# Mace of Aggression



## jfarnsworth (Aug 3, 2002)

Here's the newest technique of the week should have been checking the storm but it was already discussed a month or so ago. There's no sense in beating a dead horse we could go back and review it in the archieves.  Which bring us to Mace of Aggression. How I like to graft this one is insert a right outward horizontal claw to pick up Glancing Wing or when stepping off line move into cross of death. Anymore thoughts on this one.
Jason Farnsworth


----------



## arnisador (Aug 3, 2002)

> _Originally posted by jfarnsworth _
> 
> *There's no sense in beating a dead horse *



Wait, it's a kenpo technique--beating them after they're dead is OK!

:rofl: :rofl: :rofl:


----------



## pineapple head (Aug 3, 2002)

Couldnt you pick up dartig Viper from this one?


----------



## Kenpo Yahoo (Aug 3, 2002)

You could indeed pick up Darting Viper from this technique.

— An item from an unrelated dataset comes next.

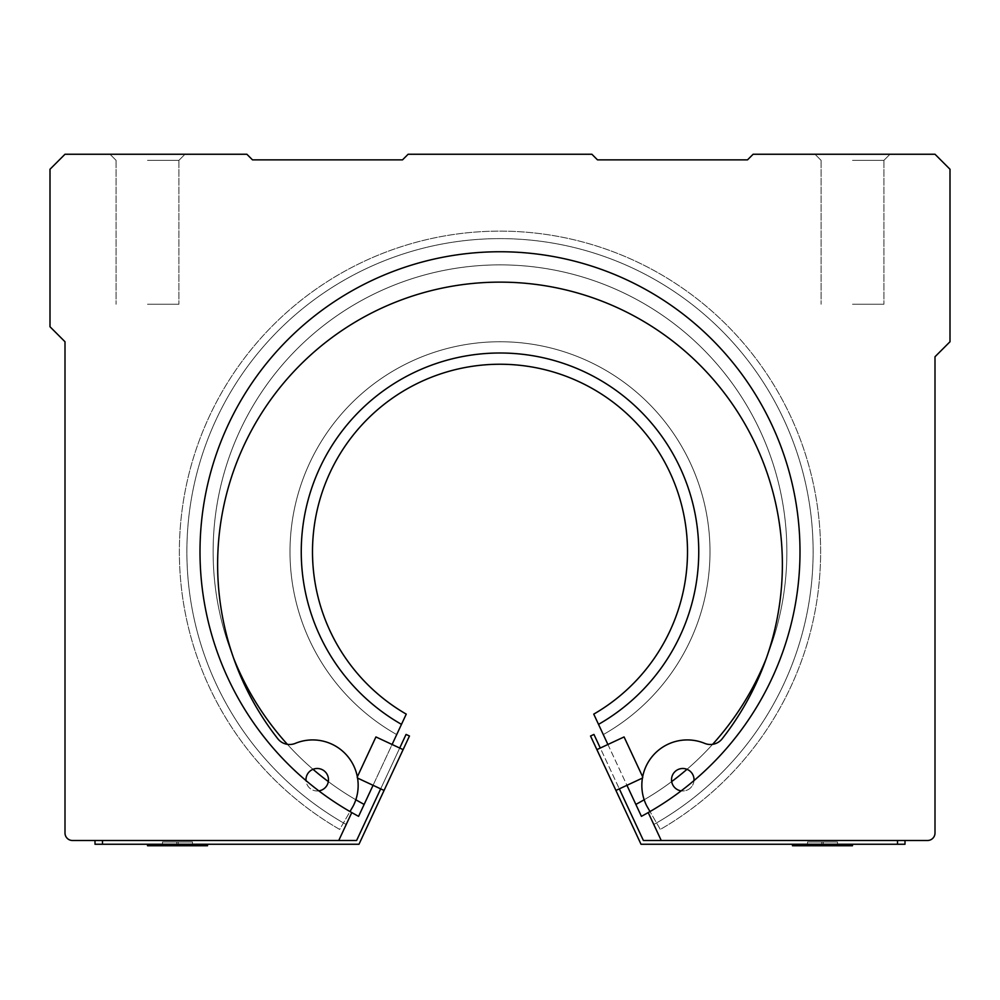 <?xml version="1.0" encoding="UTF-8"?>
<svg xmlns="http://www.w3.org/2000/svg" width="1000" height="1000" viewBox="0 0 1000 1000"><rect width="100%" height="100%" fill="white"/><g stroke="black" fill="none" stroke-linecap="round" stroke-linejoin="round"><path stroke-width="0.75" stroke-dasharray="5 3.75" d="M642.425 778.088L642.65 776.787M905 840.5L897.5 840.5L905 840.5L905 844.25L641.012 844.25L615.925 790.438L643.112 777.763L624.075 736.938L600.288 748.037L619.325 788.863L600.288 748.037L596.888 749.625L590.538 736.012L593.938 734.425L600.288 748.037L596.888 749.625L624.075 736.938L643.112 777.763L619.325 788.863L643.112 777.763L624.075 736.938L600.288 748.037M615.925 790.438L619.325 788.863L615.925 790.438L596.888 749.625M897.5 844.25L897.5 840.5L643.4 840.5L619.325 788.863M822.5 844.25L792.5 844.25L822.5 844.25M897.5 840.5L927.5 840.5A7.5 7.5 0 0 0 935 833L935 356.75L950 341.75L950 169.25L935 154.25L753.125 154.25L747.5 159.875L597.5 159.875L591.875 154.25L408.125 154.25L402.5 159.875L252.5 159.875L246.875 154.25L65 154.25L50 169.25L50 326.75L65 341.75L65 833A7.5 7.5 0 0 0 72.5 840.5L338.75 840.5L351.775 812.575A300 300 0 0 1 269.75 359.438A300 300 0 0 1 730.25 359.438A300 300 0 0 1 648.225 812.575A300 300 0 0 0 730.25 359.438A300 300 0 0 0 269.75 359.438A300 300 0 0 0 351.775 812.575A300 300 0 0 1 269.75 359.438A300 300 0 0 1 730.25 359.438A300 300 0 0 1 648.225 812.575L661.25 840.5M792.5 844.25L792.5 845.75L852.5 845.75L792.5 845.75L852.5 845.75L852.5 844.25M821.75 845.75L837.5 845.75L807.5 845.75L821.75 845.75L807.5 845.75L821.75 845.75L821.75 842L823.25 842L823.25 845.75L823.25 842L837.5 842L837.5 845.75L837.5 842L823.25 842L823.25 845.75L823.25 842L821.75 842L821.75 845.75L821.75 842L807.5 842L807.5 845.75L807.5 842L821.75 842L821.75 845.75L821.75 842L821.75 845.75L821.75 842L807.5 842L807.5 845.75L807.5 842L821.75 842L821.75 845.75M823.25 842L821.75 842L823.25 842L823.25 845.75L823.25 842L823.25 845.75L823.25 842L837.5 842L837.5 845.75L837.5 842L823.25 842M357.575 778.088L356.887 777.763L375.925 736.938L356.887 777.763L375.925 736.938L403.113 749.625L409.462 736.012L406.062 734.425L399.712 748.037L380.675 788.863L399.712 748.037L403.113 749.625L384.075 790.438L356.887 777.763L380.675 788.863L356.887 777.763L357.35 776.787M399.712 748.037L403.113 749.625M384.075 790.438L380.675 788.863L384.075 790.438L358.988 844.25L95 844.25M102.5 844.25L102.5 840.5L95 840.5L356.6 840.5L380.675 788.863M177.5 844.25L207.5 844.25L177.5 844.25M102.5 840.5L338.75 840.5M177.5 845.75L207.5 845.75L177.5 845.75M178.25 845.75L162.5 845.75L192.5 845.75L178.25 845.75L192.5 845.75L178.25 845.75L178.25 842L176.75 842L176.75 845.75L176.75 842L162.5 842L162.5 845.75L162.5 842L176.75 842L176.75 845.75L176.75 842L178.25 842L178.25 845.75L178.25 842L192.5 842L192.5 845.75L192.5 842L178.25 842L178.25 845.75L178.25 842L178.25 845.75L178.25 842L192.5 842L192.5 845.75L192.5 842L178.25 842L178.25 845.75M207.5 844.25L207.5 845.75L147.5 845.75L147.5 844.25M176.75 842L178.25 842L176.75 842L176.75 845.75L176.75 842L176.75 845.75L176.75 842L162.5 842L162.5 845.75L162.5 842L176.75 842M641.413 816.338L635.85 804.412L641.413 816.338A300 300 0 0 0 731.9 361.438A300 300 0 0 0 268.1 361.438A300 300 0 0 0 358.587 816.338L401.475 724.362A198.75 198.75 0 0 1 347.537 424.25A198.75 198.75 0 0 1 652.463 424.25A198.75 198.75 0 0 1 598.525 724.362L635.85 804.412A286.875 286.875 0 0 0 721.612 369.575A286.875 286.875 0 0 0 278.387 369.575A286.875 286.875 0 0 0 364.15 804.412L358.587 816.338L364.15 804.412A286.875 286.875 0 0 1 278.387 369.575A286.875 286.875 0 0 1 721.612 369.575A286.875 286.875 0 0 1 635.85 804.412L641.413 816.338A300 300 0 0 0 731.9 361.438A300 300 0 0 0 268.1 361.438A300 300 0 0 0 358.587 816.338L364.15 804.412A286.875 286.875 0 0 1 278.387 369.575A286.875 286.875 0 0 1 721.612 369.575A286.875 286.875 0 0 1 635.85 804.412L641.413 816.338A300 300 0 0 0 731.9 361.438A300 300 0 0 0 268.1 361.438A300 300 0 0 0 358.587 816.338A300 300 0 0 1 268.1 361.438A300 300 0 0 1 731.9 361.438A300 300 0 0 1 641.413 816.338A300 300 0 0 0 731.9 361.438A300 300 0 0 0 268.1 361.438A300 300 0 0 0 358.587 816.338M607.9 744.488L626.938 785.3M644.163 799.762A286.875 286.875 0 0 0 671.675 781.587M686.988 769.312A286.875 286.875 0 0 0 712.625 744.325M766.237 658.575A286.875 286.875 0 0 0 500 264.875A286.875 286.875 0 0 0 233.762 658.575M287.375 744.325A286.875 286.875 0 0 0 313.012 769.312M328.325 781.587A286.875 286.875 0 0 0 355.838 799.762M373.062 785.3L392.1 744.488M598.525 724.362A198.75 198.75 0 0 0 652.463 424.25A198.75 198.75 0 0 0 347.537 424.25A198.75 198.75 0 0 0 401.475 724.362L396.712 734.587A210 210 0 0 1 338.713 417.262A210 210 0 0 1 661.287 417.262A210 210 0 0 1 603.288 734.587A210 210 0 0 0 661.287 417.262A210 210 0 0 0 338.713 417.262A210 210 0 0 0 396.712 734.587L406.25 714.125A187.5 187.5 0 0 1 356.362 431.225A187.5 187.5 0 0 1 643.637 431.225A187.5 187.5 0 0 1 593.75 714.125L603.288 734.587A210 210 0 0 0 661.287 417.262A210 210 0 0 0 338.713 417.262A210 210 0 0 0 396.712 734.587A210 210 0 0 1 338.713 417.262A210 210 0 0 1 661.287 417.262A210 210 0 0 1 603.288 734.587L598.525 724.362A198.75 198.75 0 0 0 652.463 424.25A198.75 198.75 0 0 0 347.537 424.25A198.75 198.75 0 0 0 401.475 724.362M635.85 804.412A286.875 286.875 0 0 0 721.612 369.575A286.875 286.875 0 0 0 278.387 369.575A286.875 286.875 0 0 0 364.15 804.412A286.875 286.875 0 0 1 278.387 369.575A286.875 286.875 0 0 1 721.612 369.575A286.875 286.875 0 0 1 635.85 804.412M350 811.562L353.325 805.8A45.475 45.475 0 0 0 295.338 743.363A45.475 45.475 0 0 1 353.325 805.8L339.688 829.425A320.625 320.625 0 0 1 254.387 345.65A320.625 320.625 0 0 1 745.612 345.65A320.625 320.625 0 0 1 660.312 829.425L646.675 805.8A45.475 45.475 0 0 1 704.663 743.363A45.475 45.475 0 0 0 646.675 805.8A45.475 45.475 0 0 1 704.663 743.363A15 15 0 0 0 722.2 738.75A15 15 0 0 1 704.663 743.363A15 15 0 0 0 722.2 738.75A282.375 282.375 0 0 0 691.5 356.987A282.375 282.375 0 0 0 308.5 356.987A282.375 282.375 0 0 0 277.8 738.75A282.375 282.375 0 0 1 308.5 356.987A282.375 282.375 0 0 1 691.5 356.987A282.375 282.375 0 0 1 722.2 738.75A282.375 282.375 0 0 0 691.5 356.987A282.375 282.375 0 0 0 308.5 356.987A282.375 282.375 0 0 0 277.8 738.75A15 15 0 0 0 295.338 743.363A15 15 0 0 1 277.8 738.75A15 15 0 0 0 295.338 743.363A45.475 45.475 0 0 1 353.325 805.8L339.688 829.425A320.625 320.625 0 0 1 254.387 345.65A320.625 320.625 0 0 1 745.612 345.65A320.625 320.625 0 0 1 660.312 829.425L650 811.562M671.525 779.737A11.25 11.25 0 0 1 688.4 770A11.25 11.25 0 0 1 688.4 789.475A11.25 11.25 0 0 1 671.525 779.737A11.25 11.25 0 0 1 688.4 770A11.25 11.25 0 0 1 688.4 789.475A11.25 11.25 0 0 1 671.525 779.737A11.25 11.25 0 0 1 688.4 770A11.25 11.25 0 0 1 688.4 789.475A11.25 11.25 0 0 1 671.525 779.737M305.975 779.737A11.25 11.25 0 0 1 322.85 770A11.25 11.25 0 0 1 322.85 789.475A11.25 11.25 0 0 1 305.975 779.737A11.25 11.25 0 0 1 322.85 770A11.25 11.25 0 0 1 322.85 789.475A11.25 11.25 0 0 1 305.975 779.737A11.25 11.25 0 0 1 322.85 770A11.25 11.25 0 0 1 322.85 789.475A11.25 11.25 0 0 1 305.975 779.737M339.688 829.425A320.625 320.625 0 0 1 254.387 345.65A320.625 320.625 0 0 1 745.612 345.65A320.625 320.625 0 0 1 660.312 829.425A320.625 320.625 0 0 0 745.612 345.65A320.625 320.625 0 0 0 254.387 345.65A320.625 320.625 0 0 0 339.688 829.425M694 780.588A11.25 11.25 0 0 1 681.162 790.875M318.837 790.875A11.25 11.25 0 0 1 306 780.588M852.5 154.25L890 154.25L852.5 154.25M147.5 154.25L185 154.25L147.5 154.25M648.225 812.575A300 300 0 0 0 730.25 359.438A300 300 0 0 0 269.75 359.438A300 300 0 0 0 351.775 812.575A300 300 0 0 1 269.75 359.438A300 300 0 0 1 730.25 359.438A300 300 0 0 1 648.225 812.575A300 300 0 0 0 730.25 359.438A300 300 0 0 0 269.75 359.438A300 300 0 0 0 351.775 812.575M852.5 160.338L883.913 160.338L852.5 160.338M852.5 304.25L883.913 304.25L852.5 304.25M147.5 160.338L178.912 160.338L147.5 160.338M147.5 304.25L178.912 304.25L147.5 304.25M346.213 824.5A313.125 313.125 0 0 1 259.45 351.287A313.125 313.125 0 0 1 740.55 351.287A313.125 313.125 0 0 1 653.787 824.5A313.125 313.125 0 0 0 740.55 351.287A313.125 313.125 0 0 0 259.45 351.287A313.125 313.125 0 0 0 346.213 824.5A313.125 313.125 0 0 1 259.45 351.287A313.125 313.125 0 0 1 740.55 351.287A313.125 313.125 0 0 1 653.787 824.5A313.125 313.125 0 0 0 740.55 351.287A313.125 313.125 0 0 0 259.45 351.287A313.125 313.125 0 0 0 346.213 824.5M883.913 160.338L890 154.25L883.913 160.338L883.913 304.25L883.913 160.338M821.087 160.338L815 154.25L821.087 160.338L821.087 304.25L821.087 160.338M178.912 160.338L185 154.25L178.912 160.338L178.912 304.25L178.912 160.338M116.088 160.338L110 154.25L116.088 160.338L116.088 304.25L116.088 160.338"/><path stroke-width="1.5" d="M642.65 776.787L624.075 736.938L596.888 749.625L590.538 736.012L593.938 734.425L600.288 748.037M905 840.5L905 844.25L641.012 844.25L596.888 749.625M615.925 790.438L642.425 778.088M626.938 785.3L641.413 816.338A300 300 0 0 0 648.225 812.575L661.25 840.5L643.4 840.5L619.325 788.863M852.5 844.25L852.5 845.75L792.5 845.75L792.5 844.25M357.35 776.787L375.925 736.938L403.113 749.625L409.462 736.012L406.062 734.425L399.712 748.037M95 844.25L95 840.5L95 844.25L358.988 844.25L384.075 790.438L357.575 778.088M384.075 790.438L403.113 749.625M661.25 840.5L927.5 840.5A7.5 7.5 0 0 0 935 833L935 356.75L950 341.75L950 169.25L935 154.25L753.125 154.25L747.5 159.875L597.5 159.875L591.875 154.25L408.125 154.25L402.5 159.875L252.5 159.875L246.875 154.25L65 154.25L50 169.25L50 326.75L65 341.75L65 833A7.5 7.5 0 0 0 72.5 840.5L356.6 840.5L380.675 788.863M147.5 844.25L147.5 845.75L207.5 845.75L207.5 844.25M598.525 724.362A198.75 198.75 0 0 0 652.463 424.25A198.75 198.75 0 0 0 347.537 424.25A198.75 198.75 0 0 0 401.475 724.362L406.25 714.125A187.5 187.5 0 0 1 356.362 431.225A187.5 187.5 0 0 1 643.637 431.225A187.5 187.5 0 0 1 593.75 714.125L607.9 744.488M641.413 816.338L635.85 804.412A286.875 286.875 0 0 0 644.163 799.762M671.675 781.587A286.875 286.875 0 0 0 686.988 769.312M712.625 744.325A286.875 286.875 0 0 0 766.237 658.575M233.762 658.575A286.875 286.875 0 0 0 287.375 744.325M313.012 769.312A286.875 286.875 0 0 0 328.325 781.587M355.838 799.762A286.875 286.875 0 0 0 364.15 804.412L373.062 785.3M392.1 744.488L401.475 724.362M338.75 840.5L351.775 812.575A300 300 0 0 0 358.587 816.338L364.15 804.412L358.587 816.338M650 811.562L646.675 805.8A45.475 45.475 0 0 1 704.663 743.363A15 15 0 0 0 722.2 738.75A282.375 282.375 0 0 0 691.5 356.987A282.375 282.375 0 0 0 308.5 356.987A282.375 282.375 0 0 0 277.8 738.75A15 15 0 0 0 295.338 743.363A45.475 45.475 0 0 1 353.325 805.8L350 811.562M681.162 790.875A11.25 11.25 0 0 1 671.525 779.737A11.25 11.25 0 0 1 683.2 768.5A11.25 11.25 0 0 1 694 780.588M306 780.588A11.25 11.25 0 0 1 316.688 768.5A11.25 11.25 0 0 1 328.425 778.662A11.25 11.25 0 0 1 318.837 790.875M648.225 812.575A300 300 0 0 0 730.25 359.438A300 300 0 0 0 269.75 359.438A300 300 0 0 0 351.775 812.575M897.5 844.25L897.5 840.5M102.5 844.25L102.5 840.5"/></g></svg>

How about after the last outward elbow grafting on sword of destruction?  Just a thought.


----------



## Klondike93 (Aug 3, 2002)

Well, I do see the obvious, 5 swords after the outward elbow, but how about Protecting Fans from the eye rake?


:asian:


----------



## Kempojujutsu (Aug 3, 2002)

Don't know if you what a little jujutsu, and some of it will be hard to describe. But here it goes.
1. Grab one of the hands and apply what we call vertical lock. Also know as a S lock, Nikyu in Aikido.
2. Arm bar or what I call an arm bar throw.
3. Ippon Seoi Nage- shoulder throw
4. Tai Otoshi- front leg trip
5. Osoto gari- Outside leg sweep
See how that works.
Bob


----------



## jfarnsworth (Aug 4, 2002)

> _Originally posted by Kempojujutsu _
> 
> *Don't know if you what a little jujutsu, and some of it will be hard to describe. But here it goes.
> 1. Grab one of the hands and apply what we call vertical lock. Also know as a S lock, Nikyu in Aikido.
> ...



Thanks once again bob for sharing a little "position" with us.
Jason Farnsworth


----------



## Les (Aug 4, 2002)

> _Originally posted by Kenpo Yahoo _
> 
> *You could indeed pick up Darting Viper from this technique.
> 
> How about after the last outward elbow grafting on sword of destruction?  Just a thought. *



Suppose after the elbow sandwich, you graft into 

Whipping Pendulum 
Intercepting Davastation
Divided Fury

Les


----------



## kenpo3631 (Aug 4, 2002)

I have never studied any other system of Kenpo, so Darting Viper is a "Greek" to me...

However, after reading the post I have a few questions.



> insert a right outward horizontal claw to pick up Glancing Wing or when stepping off line move into cross of death. Anymore thoughts on this one.



Wouldn't the outward elbow shot move him away from you? I do the last elbow with a push drag shuffle, which 95% of the time knocks my opponent backwards. 



> how about Protecting Fans from the eye rake?



I don't see the relation as to how to get there.  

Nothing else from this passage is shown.